- Task to carry out
Would you please copy exactly the line with "bore_diameter, 0, branch_height))" and all lines that follow it in the data below, through the last one?

[Stored data entries]
####################

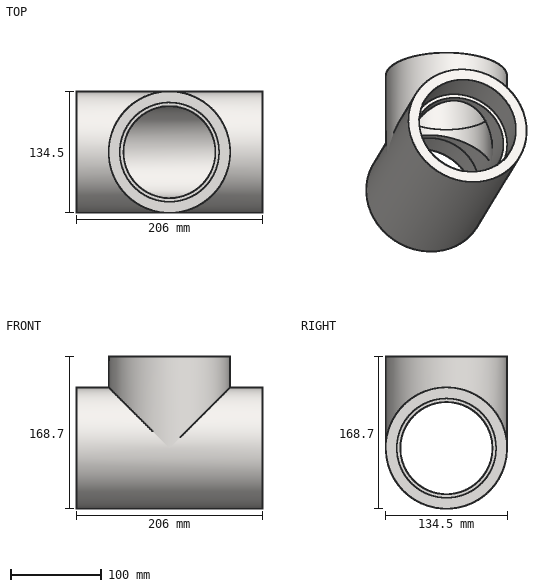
import cadquery as cq

run_length = 206.0
total_height = 168.7
outer_diameter = 134.5
bore_diameter = 101.8
socket_diameter = 110.0
socket_depth = 43.3

half_run = run_length / 2
branch_height = total_height - outer_diameter / 2


def arm(direction, diameter, start, end):
    """Cylinder along a direction from the origin, between two distances."""
    axis = cq.Vector(*direction)
    solid = cq.Solid.makeCylinder(diameter / 2, end - start, axis * start, axis)
    return cq.Workplane(obj=solid)


left_end = ((-1, 0, 0), half_run)
right_end = ((1, 0, 0), half_run)
branch_end = ((0, 0, 1), branch_height)

run_direction = right_end[0]
branch_direction = branch_end[0]
body = arm(run_direction, outer_diameter, -half_run, half_run)
body = body.union(arm(branch_direction, outer_diameter, 0, branch_height))

body = body.cut(arm(run_direction, bore_diameter, -half_run, half_run))
body = body.cut(arm(branch_direction, bore_diameter, 0, branch_height))

for direction, reach in (left_end, right_end, branch_end):
    body = body.cut(arm(direction, socket_diameter, reach - socket_depth, reach))

result = body

####################

- Written solution
body = body.cut(arm(branch_direction, bore_diameter, 0, branch_height))

for direction, reach in (left_end, right_end, branch_end):
    body = body.cut(arm(direction, socket_diameter, reach - socket_depth, reach))

result = body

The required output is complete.